View on GitHub

delveData

Delving into data impacting our lives.

Aug. 27, Update: The source code is now available on GitHub

Data for social impact.

With growing awareness that open data can be for the benefit of society, an increasing number of datasets is made available for public use. The advent of the Big Data buzzword and, more importantly, the increasing popularity of using Machine Learning to extract information from data has triggered an interest in applying these techniques for social good. Coming from an academic background in biophysics I recently decided to move to Data Science. This project is my playground to explore ways to combine and use some of these datasets, to improve my problem solving skills, to learn more about Machine Learning techniques, and, hopefully, to get some insights into interrelationships between aspects of our lives that influence our living together.

Sneak preview.

Before delving into more detail here a small outlook to what we might find. The following plot shows the standard deviations of the correlations between each variable across all countries (read the full story of the plot here). Correlation Matrix There are three aspects that strike me most. The variation in correlations between population and ecology measures, indicates that interdependences between them are present, however, these trends do not apply on a global scale. The same is true for the relation between population and health indicators. This suggests that one needs to look into these relationships on a more personalised level. By looking at the relationships on a local scale, true insight might be gained. Education was declared a human right by the UNESCO (The Right to Education) and legal obligations have been put down to enforce this right. This immediately brings to question how this enforcement is best put into place. The variations in the correlation matrix that can be observed across the relationship of education measures with almost all other indicators should make us wary of any one-rule-fits-all solution. Although these prelimary findings are very interesting in themselves, I am interested in another problematic that I am trying to address with this project.

Motivation.

Migration and the resettlement of refugees is a problem that has seen a dramatic increase in Europe in the past months. On the World Refugee Day 2015 the European Comission stated that "Almost 60 million people are displaced worldwide – the world has not seen so many people fleeing conflict since the Second World War"[link]. According to a report from Amnesty International we are drastically failing to find a humanitrian response to the crisis. Even rich countries like Germany struggle to accomodate the newly arriving refugees seeking a safe harbor from war and crisis (see for example this article in the German newspaper Die Zeit). But not only do we fail to find an immediate response, according to an article published in The Guardian, we also fail to analyse the problem and to find appropriate long-term measures to face the crisis.
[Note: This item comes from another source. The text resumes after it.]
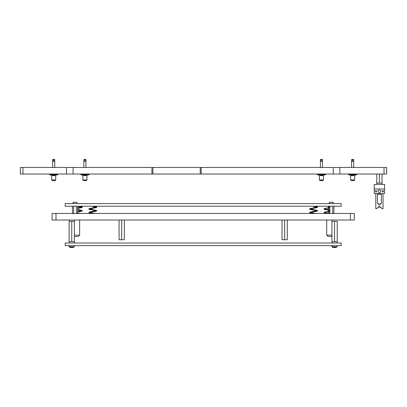<?xml version="1.0" encoding="UTF-8"?>
<svg xmlns="http://www.w3.org/2000/svg" width="407" height="407" viewBox="0 0 407 407"><rect width="100%" height="100%" fill="white"/><g stroke="black" fill="none" stroke-linecap="round" stroke-linejoin="round"><path stroke-width="0.61" d="M350.351 220.019L354.288 220.019L354.288 213.446L52.05 213.446L52.05 220.019L350.351 220.019L350.351 213.446M354.288 220.019L354.288 213.446M65.191 203.592L65.191 206.222L341.152 206.222L341.152 203.592L65.191 203.592M65.191 243.015L65.191 245.64L341.152 245.64L341.152 243.015L65.191 243.015M384.02 167.455L20.35 167.455L20.35 174.023L386.65 174.023L386.65 167.455L384.02 167.455L384.02 174.023M201.2 167.455L201.2 174.023M333.267 167.455L333.267 174.023M73.077 167.455L73.077 174.023M151.923 167.455L151.923 174.023M79.65 220.019L79.65 235.129L78.332 236.442L74.389 236.442M331.949 236.442L328.011 236.442L326.694 235.129L331.949 235.129M73.107 202.935L73.107 202.279L76.994 202.279L76.994 202.935M329.349 202.935L329.349 202.279L333.236 202.279L333.236 202.935M92.791 206.222L94.434 206.222L92.791 206.222L92.791 206.481L96.24 207.204L88.919 208.674C89.245 209.249 87.495 209.188 92.791 210.048L96.24 210.775L92.791 211.309L96.24 210.582M94.439 206.222L96.657 206.893C96.337 207.463 98.082 207.407 92.791 208.267L89.342 208.989L96.657 210.46C96.337 211.03 98.082 210.974 92.791 211.833L89.342 212.556L94.963 213.446M313.553 206.222L315.196 206.222L313.553 206.222L313.553 206.481L317.002 207.204L309.686 208.674C310.007 209.249 308.262 209.188 313.553 210.048L317.002 210.775L313.553 211.309L317.002 210.582M315.201 206.222L317.419 206.893C317.099 207.463 318.844 207.407 313.553 208.267L310.103 208.989L317.419 210.46C317.099 211.03 318.844 210.974 313.553 211.833L310.103 212.556L315.725 213.446M78.332 206.222L79.975 206.222L78.332 206.222L78.332 206.481L81.782 207.204L78.332 207.738L81.782 207.015M79.981 206.222L82.199 206.893C81.878 207.463 83.628 207.407 78.332 208.267L78.002 208.318M328.011 206.222L329.655 206.222L328.011 206.222L328.342 206.532L328.011 206.481M376.78 174.023L376.78 184.407L376.78 183.094L382.036 183.094L382.036 184.407L382.036 174.023M379.41 174.023L379.41 183.094M375.269 191.305A0.722 0.722 0 0 0 375.992 192.028A0.722 0.722 0 0 0 376.714 191.305A0.722 0.722 0 0 0 375.992 190.583A0.722 0.722 0 0 0 375.269 191.305M378.128 191.305A1.282 1.282 0 0 0 379.41 192.587A1.282 1.282 0 0 0 380.693 191.305A1.282 1.282 0 0 0 379.41 190.023A1.282 1.282 0 0 0 378.128 191.305M382.102 191.305A0.722 0.722 0 0 0 382.824 192.028A0.722 0.722 0 0 0 383.547 191.305A0.722 0.722 0 0 0 382.824 190.583A0.722 0.722 0 0 0 382.102 191.305M383.023 193.605L383.023 208.715L382.209 208.715L381.379 207.733L380.067 207.733L380.067 206.415L378.754 206.415L378.754 207.733L377.452 207.733L376.623 208.715L375.793 208.715L375.793 193.605M384.6 189.006L384.6 193.605L374.221 193.605L374.221 189.006L384.6 189.006L384.6 184.407L374.221 184.407L374.221 189.006M377.437 203.592L378.754 203.592L378.754 204.904L380.067 204.904L380.067 203.592L381.379 203.592L381.379 194.195L377.437 194.195L377.437 203.592M334.579 221.332L337.21 221.332L337.21 241.702L334.579 241.702L334.579 221.332L331.949 221.332L331.949 220.019M332.015 241.702L332.015 243.015L332.015 241.702M337.144 241.702L337.144 243.015L337.144 241.702M331.949 221.332L331.949 241.702L334.579 241.702M74.389 221.332L71.764 221.332L71.764 241.702L74.389 241.702L74.389 220.019M71.764 221.332L69.134 221.332L69.134 220.019M69.2 241.702L69.2 243.015M74.328 241.702L74.328 243.015M69.134 221.332L69.134 241.702L71.764 241.702M282.015 220.019L282.015 239.728L287.271 239.728L287.271 220.019M284.646 239.728L284.646 220.019M85.297 161.014A0.392 0.392 0 0 0 84.905 160.623A0.392 0.392 0 0 0 84.508 161.014A0.392 0.392 0 0 0 84.905 161.411A0.392 0.392 0 0 0 85.297 161.014L84.905 160.623M86.94 179.94L82.865 179.94L82.865 175.6L86.94 175.6L86.94 179.94L86.284 180.596L83.527 180.596L86.284 180.596M83.852 159.702L84.183 159.371L85.628 159.371L85.953 159.702L83.852 159.702L83.852 167.455M89.077 174.486L88.614 174.944L81.191 174.944L80.734 174.486L89.077 174.486L89.077 174.023M352.253 161.014A0.392 0.392 0 0 0 352.65 161.411A0.392 0.392 0 0 0 353.042 161.014A0.392 0.392 0 0 0 352.65 160.623A0.392 0.392 0 0 0 352.253 161.014M352.65 161.411L353.042 161.014M354.685 179.94L350.61 179.94L350.61 175.6L354.685 175.6L354.685 179.94L354.029 180.596L351.266 180.596L354.029 180.596M351.597 159.702L351.928 159.371L353.373 159.371L353.698 159.702L351.597 159.702L351.597 167.455M356.822 174.486L356.359 174.944L348.936 174.944L348.478 174.486L356.822 174.486L356.822 174.023M321.047 161.014A0.392 0.392 0 0 0 321.438 161.411A0.392 0.392 0 0 0 321.835 161.014A0.392 0.392 0 0 0 321.438 160.623A0.392 0.392 0 0 0 321.047 161.014M321.438 161.411L321.835 161.014M323.473 179.94L319.403 179.94L319.403 175.6L323.473 175.6L323.473 179.94L322.817 180.596L320.06 180.596L322.817 180.596M320.385 159.702L320.716 159.371L322.161 159.371L322.492 159.702L320.385 159.702L320.385 167.455M325.61 174.486L325.152 174.944L317.725 174.944L317.267 174.486L325.61 174.486L325.61 174.023M53.693 161.411L54.09 161.014A0.392 0.392 0 0 0 53.693 160.623A0.392 0.392 0 0 0 53.302 161.014A0.392 0.392 0 0 0 53.693 161.411A0.392 0.392 0 0 0 54.09 161.014L53.693 160.623M55.734 179.94L51.658 179.94L51.658 175.6L55.734 175.6L55.734 179.94L55.072 180.596L52.315 180.596L55.072 180.596M52.645 159.702L52.971 159.371L54.416 159.371L54.747 159.702L52.645 159.702L52.645 167.455M57.865 174.486L57.407 174.944L49.985 174.944L49.522 174.486L57.865 174.486L57.865 174.023M72.421 203.592L73.077 203.414M77.676 203.592L77.02 203.414M328.668 203.592L329.324 203.414L329.324 202.935L329.324 203.592M333.923 203.592L333.267 203.414L333.267 202.935L333.267 203.592M74.389 245.64L74.293 246.846L69.231 246.846A4.268 4.268 0 0 0 70.452 247.471L70.452 247.471M69.134 245.64L69.134 246.657L74.293 246.846A4.268 4.268 0 0 1 73.072 247.471L73.067 247.461A4.258 4.258 0 0 1 72.334 247.629L72.1 247.461A4.223 3.78 -0 0 1 71.423 247.461L71.194 247.629A4.258 4.258 0 0 1 70.462 247.461M71.423 247.461A4.223 3.78 0 0 0 72.1 247.461M337.21 245.64L337.113 246.846L332.046 246.846A4.268 4.268 0 0 0 333.272 247.471L333.272 247.471M331.949 245.64L331.949 246.657L337.113 246.846A4.268 4.268 0 0 1 335.892 247.471L335.882 247.461A4.258 4.258 0 0 1 335.149 247.629L334.92 247.461A4.223 3.78 -0 0 1 334.244 247.461L334.01 247.629A4.258 4.258 0 0 1 333.277 247.461M334.244 247.461A4.223 3.78 0 0 0 334.92 247.461M119.068 220.019L119.068 239.728L124.328 239.728L124.328 220.019M121.698 239.728L121.698 220.019M55.993 220.019L55.993 213.446M66.509 167.455L66.509 174.023M339.835 167.455L339.835 174.023M22.98 167.455L22.98 174.023M200.213 167.455L200.213 174.023M152.91 167.455L152.91 174.023M78.332 236.442L79.65 235.129L74.389 235.129M77.02 213.777L76.689 213.446L77.02 213.777M73.077 213.777L73.408 213.446L73.077 213.777M333.267 213.777L332.936 213.446M329.324 213.777L329.65 213.446M326.694 220.019L326.694 235.129M77.676 206.222L77.676 213.446M72.421 206.222L72.421 213.446M73.636 213.446L73.636 206.222M73.077 203.592L73.077 202.935M77.02 203.592L77.02 202.935M76.46 213.446L76.46 206.222M329.884 213.446L329.884 206.222M332.707 213.446L332.707 206.222M91.712 213.446L89.067 212.81L88.919 212.24L92.526 211.345M312.474 213.446L309.829 212.81L309.686 212.24L313.293 211.345M329.884 206.787L328.51 206.558L328.668 207.636L324.14 208.674C324.465 209.249 322.715 209.188 328.011 210.048L328.342 210.098L328.011 210.048M329.884 207.962L327.676 208.318M324.562 208.989L329.884 209.824M329.884 210.353L328.51 210.124L328.668 211.208L328.011 211.309L329.884 211.004M329.884 211.533L327.676 211.884M324.562 212.556L329.884 213.39M77.834 208.343L78.332 208.267M78.332 209.524L82.199 210.46C81.878 211.03 83.628 210.974 78.332 211.833L78.002 211.884M77.676 209.946L81.782 210.582L78.332 211.309L81.782 210.582M77.834 211.91L78.332 211.833M78.332 213.09L80.505 213.446M92.791 206.481L96.24 207.204M96.24 207.015L92.791 207.738M89.342 208.989L92.455 208.318M89.342 208.801L92.791 209.524M92.791 210.048L96.24 210.775M89.342 212.556L92.455 211.884M89.342 212.368L92.791 213.09M313.553 206.481L317.002 207.204M317.002 207.015L313.553 207.738M310.103 208.989L313.222 208.318M310.103 208.801L313.553 209.524M313.553 210.048L317.002 210.775M310.103 212.556L313.222 211.884M310.103 212.368L313.553 213.09M77.676 207.84L78.073 207.779M77.676 211.411L78.073 211.345M78.332 206.481L81.782 207.204M78.332 210.048L81.782 210.775M326.933 213.446L324.287 212.81L324.14 212.24L327.747 211.345M329.884 207.438L328.011 207.738M324.562 208.801L328.011 209.524M324.562 212.368L328.011 213.09M82.865 179.94L83.527 180.596M83.852 175.6L83.852 174.944M80.734 174.486L80.734 174.023M85.953 159.702L85.953 167.455M85.953 175.6L85.953 174.944M350.61 179.94L351.266 180.596M351.597 175.6L351.597 174.944M348.478 174.486L348.478 174.023M353.698 159.702L353.698 167.455M353.698 175.6L353.698 174.944M319.403 179.94L320.06 180.596M320.385 175.6L320.385 174.944M317.267 174.486L317.267 174.023M322.492 159.702L322.492 167.455M322.492 175.6L322.492 174.944M51.658 179.94L52.315 180.596M52.645 175.6L52.645 174.944M49.522 174.486L49.522 174.023M54.747 159.702L54.747 167.455M54.747 175.6L54.747 174.944M333.923 206.222L333.923 213.446M328.668 208.165L328.668 209.625M328.668 211.732L328.668 213.192"/></g></svg>

This humanitarian crisis will be further intensified by the ecological crises climate change is invoking. As the Intergovernmental Panel on Climate Change (IPCC) states in its 2014 report: "In recent decades, changes in climate have caused impacts on natural and human systems on all continents and across the oceans. Impacts are due to observed climate change, irrespective of its cause, indicating the sensitivity of natural and human systems to changing climate." Getting insights into interrelations between our behaviour, migration movement, and climate impact, are thus of great importance to face the challenges of our time.

What kind of data?

One requirement of a good dataset to address the above mentioned topic is global coverage. Migration does not stop at country boundaries and so should the data used. The World Bank, an international organisation with 188 member states, provides an open data portal containing indicators about development in countries around the world. This data covers, amongst others, indicators about development, education, economy, energy and emissions, population, and provides a rich resource of information. In total ~140 indicators are combined into one dataset. Migration and refugee statistics are e.g. published by the World Refugee Agency (UNHCR) as well as by the Organisation for Economic Co-operation and Development (OECD). The published datasets from both organisations are integrated for the project. These datasets (should) represent the hard facts about the measured indicators. In order to assess how well these indicators align with a public "awareness", the number of articles published in the New York Times, as returned by a search query containing only the country name as keyword, was collected. This, although limited to an US centric view, might still reveal insights about how we perceive upcoming challenges. [Update August 27] In addition to the data described above I added climate related data to the project. Given the urgency of global warming it felt as if this is a must when looking at migration. Read more about the climate data in this notebook.

About.

I started this project during my time as fellow of Data Science Europe and am very grateful for all the input and support!